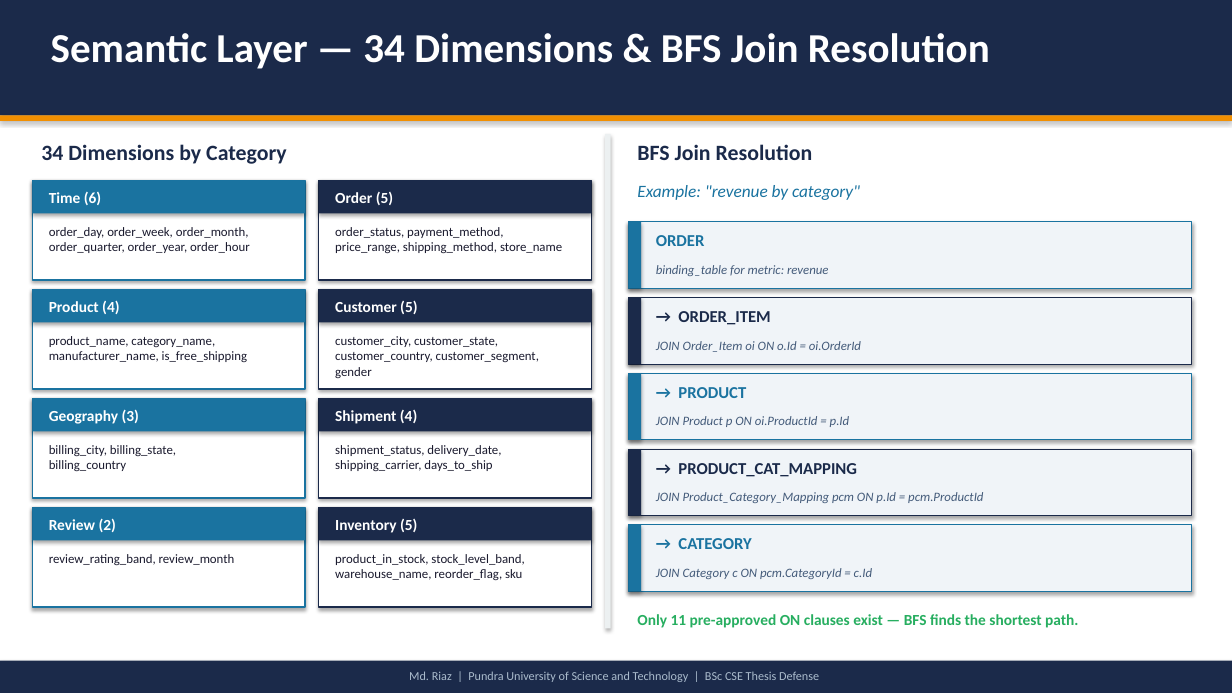
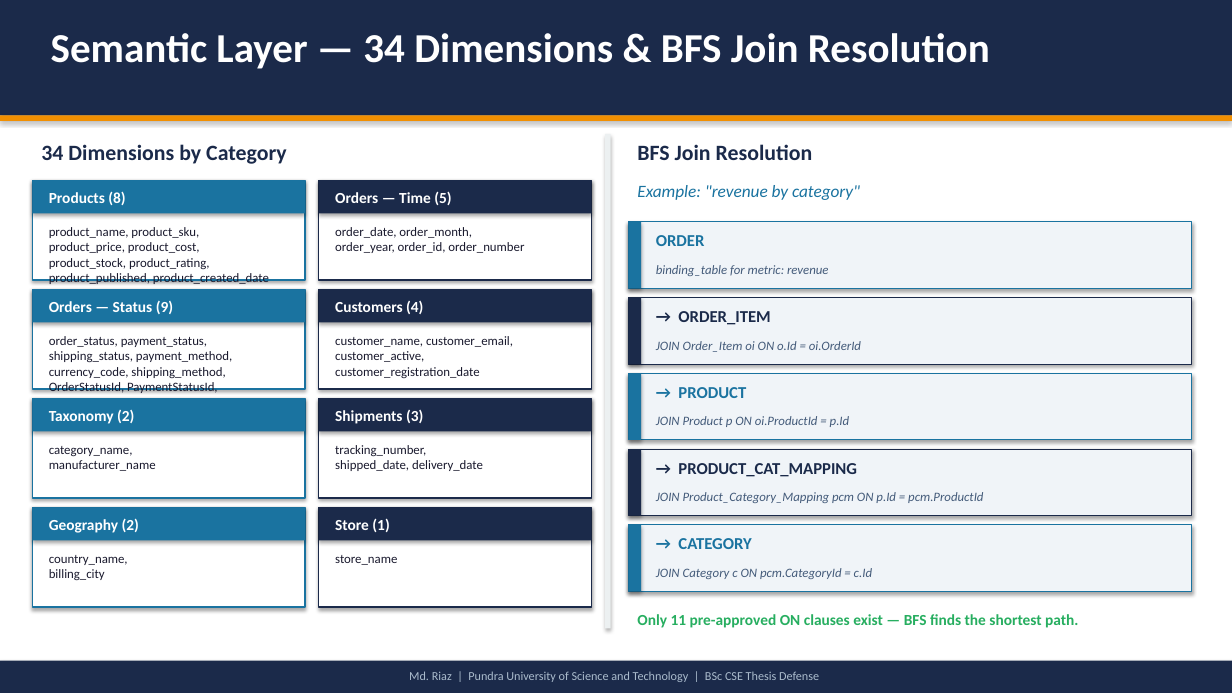
Before and after one commit to md-riaz/AEGIS-Research, a slide deck: slide 9 of docs/AEGIS_Thesis_Defense.pptx. Drawn at 1232x693 pixels with LibreOffice and Linux fonts; fonts in the diff are those of the drawing. Boxes give left, top, right and bottom in pixels: in the first picture for what was removed or moved away, otherwise in the second. Text is boxed around its words. In the diff, an @@ line names an element or a change of style, - is before the commit and + after.

```diff
--- a/docs/AEGIS_Thesis_Defense.pptx
+++ b/docs/AEGIS_Thesis_Defense.pptx
@@ text at (49,191,125,205): text changed @@
-Time (6)
+Products (8)
@@ text at (335,191,451,205): text changed @@
-Order (5)
+Orders — Time (5)
@@ text at (49,227,269,284): text changed @@
-order_day, order_week, order_month,
-order_quarter, order_year, order_hour
+product_name, product_sku,
+product_price, product_cost,
+product_stock, product_rating,
+product_published, product_created_date
@@ text at (335,227,524,253): text changed @@
-order_status, payment_method,
-price_range, shipping_method, store_name
+order_date, order_month,
+order_year, order_id, order_number
@@ text at (49,301,173,314): text changed @@
-Product (4)
+Orders — Status (9)
@@ text at (335,301,423,314): text changed @@
-Customer (5)
+Customers (4)
@@ text at (49,336,232,393): text changed @@
-product_name, category_name,
-manufacturer_name, is_free_shipping
+order_status, payment_status,
+shipping_status, payment_method,
+currency_code, shipping_method,
+OrderStatusId, PaymentStatusId, ShippingStatusId
@@ text at (335,336,513,378): text changed @@
-customer_city, customer_state,
-customer_country, customer_segment, gender
+customer_name, customer_email,
+customer_active,
+customer_registration_date
@@ text at (49,410,134,424): text changed @@
-Geography (3)
+Taxonomy (2)
@@ text at (335,410,423,424): text changed @@
-Shipment (4)
+Shipments (3)
@@ text at (49,446,156,471): text changed @@
-billing_city, billing_state,
-billing_country
+category_name,
+manufacturer_name
@@ text at (335,445,483,471): text changed @@
-shipment_status, delivery_date,
-shipping_carrier, days_to_ship
+tracking_number,
+shipped_date, delivery_date
@@ text at (49,518,139,533): text changed @@
-Review (2)
+Geography (2)
@@ text at (335,518,389,532): text changed @@
-Inventory (5)
+Store (1)
@@ text at (49,555,128,580): text changed @@
-review_rating_band, review_month
+country_name,
+billing_city
@@ text at (335,555,397,565): text changed @@
-product_in_stock, stock_level_band,
-warehouse_name, reorder_flag, sku
+store_name
```
Also in this commit, not shown: 5 other slides changed, 1 slide added, 5 other files.

# # # #

:: WHAT THE TASK ASKS ::
Your copy should match every record exactly and contain no pictures.

:: WRITTEN RESPONSE ::
Before and after one commit to md-riaz/AEGIS-Research, a slide deck: slide 9 of docs/AEGIS_Thesis_Defense.pptx. Drawn at 1232x693 pixels with LibreOffice and Linux fonts; fonts in the diff are those of the drawing. Boxes give left, top, right and bottom in pixels: in the first picture for what was removed or moved away, otherwise in the second. Text is boxed around its words. In the diff, an @@ line names an element or a change of style, - is before the commit and + after.

```diff
--- a/docs/AEGIS_Thesis_Defense.pptx
+++ b/docs/AEGIS_Thesis_Defense.pptx
@@ text at (49,191,125,205): text changed @@
-Time (6)
+Products (8)
@@ text at (335,191,451,205): text changed @@
-Order (5)
+Orders — Time (5)
@@ text at (49,227,269,284): text changed @@
-order_day, order_week, order_month,
-order_quarter, order_year, order_hour
+product_name, product_sku,
+product_price, product_cost,
+product_stock, product_rating,
+product_published, product_created_date
@@ text at (335,227,524,253): text changed @@
-order_status, payment_method,
-price_range, shipping_method, store_name
+order_date, order_month,
+order_year, order_id, order_number
@@ text at (49,301,173,314): text changed @@
-Product (4)
+Orders — Status (9)
@@ text at (335,301,423,314): text changed @@
-Customer (5)
+Customers (4)
@@ text at (49,336,232,393): text changed @@
-product_name, category_name,
-manufacturer_name, is_free_shipping
+order_status, payment_status,
+shipping_status, payment_method,
+currency_code, shipping_method,
+OrderStatusId, PaymentStatusId, ShippingStatusId
@@ text at (335,336,513,378): text changed @@
-customer_city, customer_state,
-customer_country, customer_segment, gender
+customer_name, customer_email,
+customer_active,
+customer_registration_date
@@ text at (49,410,134,424): text changed @@
-Geography (3)
+Taxonomy (2)
@@ text at (335,410,423,424): text changed @@
-Shipment (4)
+Shipments (3)
@@ text at (49,446,156,471): text changed @@
-billing_city, billing_state,
-billing_country
+category_name,
+manufacturer_name
@@ text at (335,445,483,471): text changed @@
-shipment_status, delivery_date,
-shipping_carrier, days_to_ship
+tracking_number,
+shipped_date, delivery_date
@@ text at (49,518,139,533): text changed @@
-Review (2)
+Geography (2)
@@ text at (335,518,389,532): text changed @@
-Inventory (5)
+Store (1)
@@ text at (49,555,128,580): text changed @@
-review_rating_band, review_month
+country_name,
+billing_city
@@ text at (335,555,397,565): text changed @@
-product_in_stock, stock_level_band,
-warehouse_name, reorder_flag, sku
+store_name
```
Also in this commit, not shown: 5 other slides changed, 1 slide added, 5 other files.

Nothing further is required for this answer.